PS: the fist very long post disappeared in the internet vapor, again!

Ena Valikov said...

So, Kevin-- your blog has eaten a pretty long response TWICE.

It showed up for a few minutes, twice and then disappeared--twice.

Tired of playing.

And the robo-captions are impossible to read, to boot.

Ena Valikov said...

You are still NOT censoring, COMRADE?

Pathetic, really!

Ena Valikov said...

Rebuttal 2.0. Kevin.


http://www.science20.com/science_20/blog/gm_maize_causes_tumors_rats_here_how_experts_responded-94259#comment-123041

Kevin Folta said...

Hi Ena, first, thanks for being a good sport and participating again. I honestly don't know what happened.

Unfortunately I'm completely slammed at the moment. I'd love to respond, but it won't be until Saturday! I will address your points. Thanks.

Michael said...

"You are still NOT censoring, COMRADE?

Pathetic, really!"

Kevin, why you continue to engage this person is beyond me, you pathetic communist.

Ena Valikov said...

Ena Valikov ena1101961@gmail.com
5:39 PM (17 hours ago)

to Kevin
It's cool Kevin. I know what it's like being busy- don't sweat it.
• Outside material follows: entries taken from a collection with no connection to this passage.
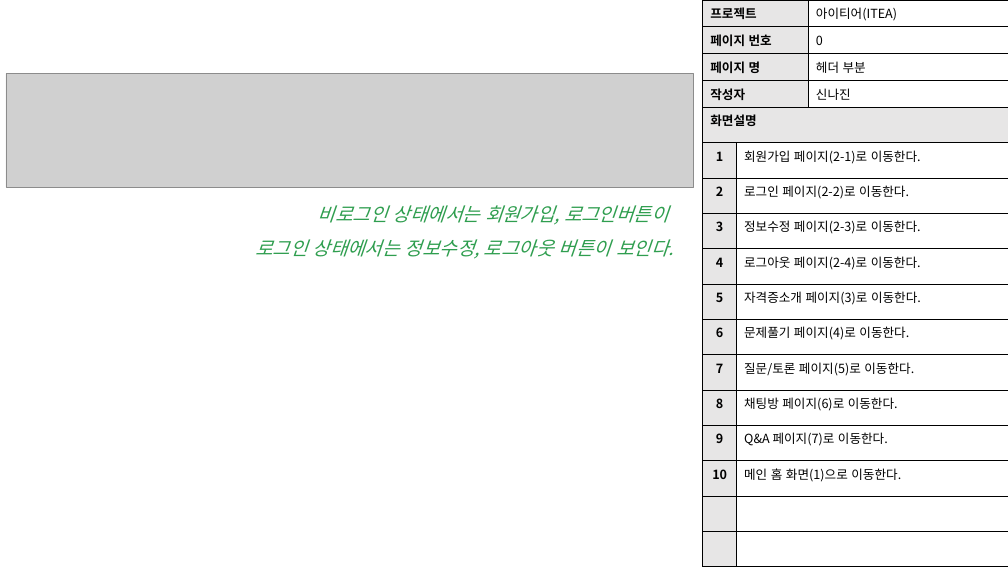
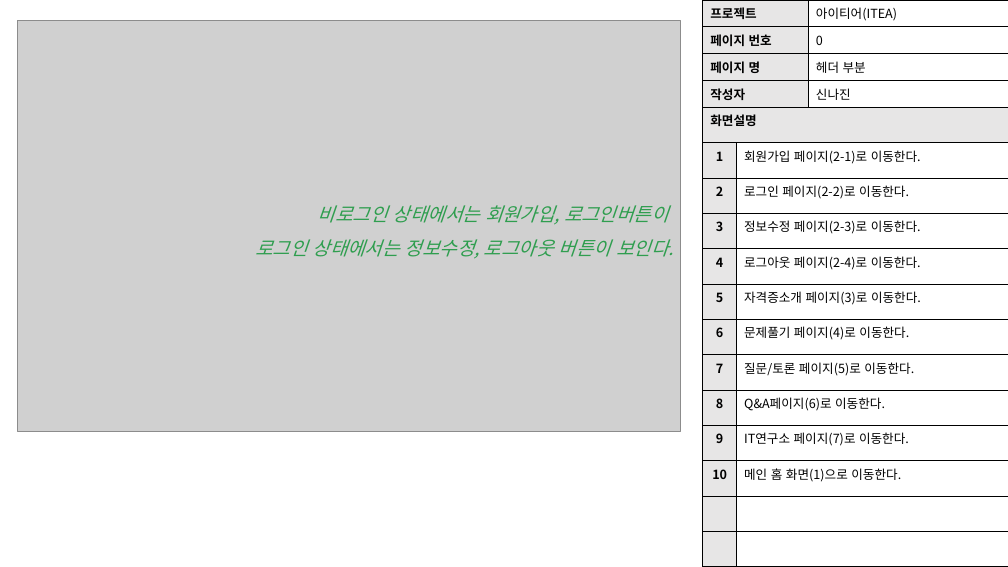
Before and after one commit to skwls2087/itea, a slide deck: slide 5 of 추가자료/스토리보드/스토리보드.pptx. Drawn at 1008x567 pixels with LibreOffice and Linux fonts; fonts in the diff are those of the drawing; grey boxes stand for pictures. Boxes give left, top, right and bottom in pixels: in the first picture for what was removed or moved away, otherwise in the second. Text is boxed around its words. In the diff, an @@ line names an element or a change of style, - is before the commit and + after.

```diff
--- a/추가자료/스토리보드/스토리보드.pptx
+++ b/추가자료/스토리보드/스토리보드.pptx
@@ picture added at (17,20,681,432) @@
@@ picture removed at (6,73,694,187) @@
@@ table at (703,107,1008,567) @@
-row 9, column 2: 채팅방 페이지(6)로 이동한다.
+row 9, column 2: Q&A페이지(6)로 이동한다.
-row 10, column 2: Q&A 페이지(7)로 이동한다.
+row 10, column 2: IT연구소 페이지(7)로 이동한다.
```
Also in this commit, not shown: 5 other slides changed.

I look forward to your response when you have time.

Cheers,

Ena



http://www.youtube.com/watch?v=JmcA9LIIXWw

and oldie but goodie ;-)

Kevin M. Folta said...

Ena, I'm absolutely not censoring. I don't know what is happening. If you endure the hassle of copy/paste of your responses and email them to me I'll be glad to post them for discussion.

Ena Valikov said...

Part 1/2
Can you please explain how findings in 15 rats fed this GMO for 21 days imply safety in millions of people, eating the stuff for decades?

The answer to the question is “ it can't".


The points are simple:
There is not a single valid blinded long term clinical controlled feeding trial in the literature.


The second point is that if you are going to criticize Seralini, you might want to apply the same standards of logical and scientific consistency. Plucking the Only long term trial on record in the history of OECD biotechnology regulation ( which in spite of all its flaws the study satisfied) and criticizing the control group, while staying mum about the similarly grossly unbalanced statistics of the GMO study cited below. There are bloggers who are critical of it because it isn't blinded, while there is not a Single blinded GMO safety study Anywhere in the literature.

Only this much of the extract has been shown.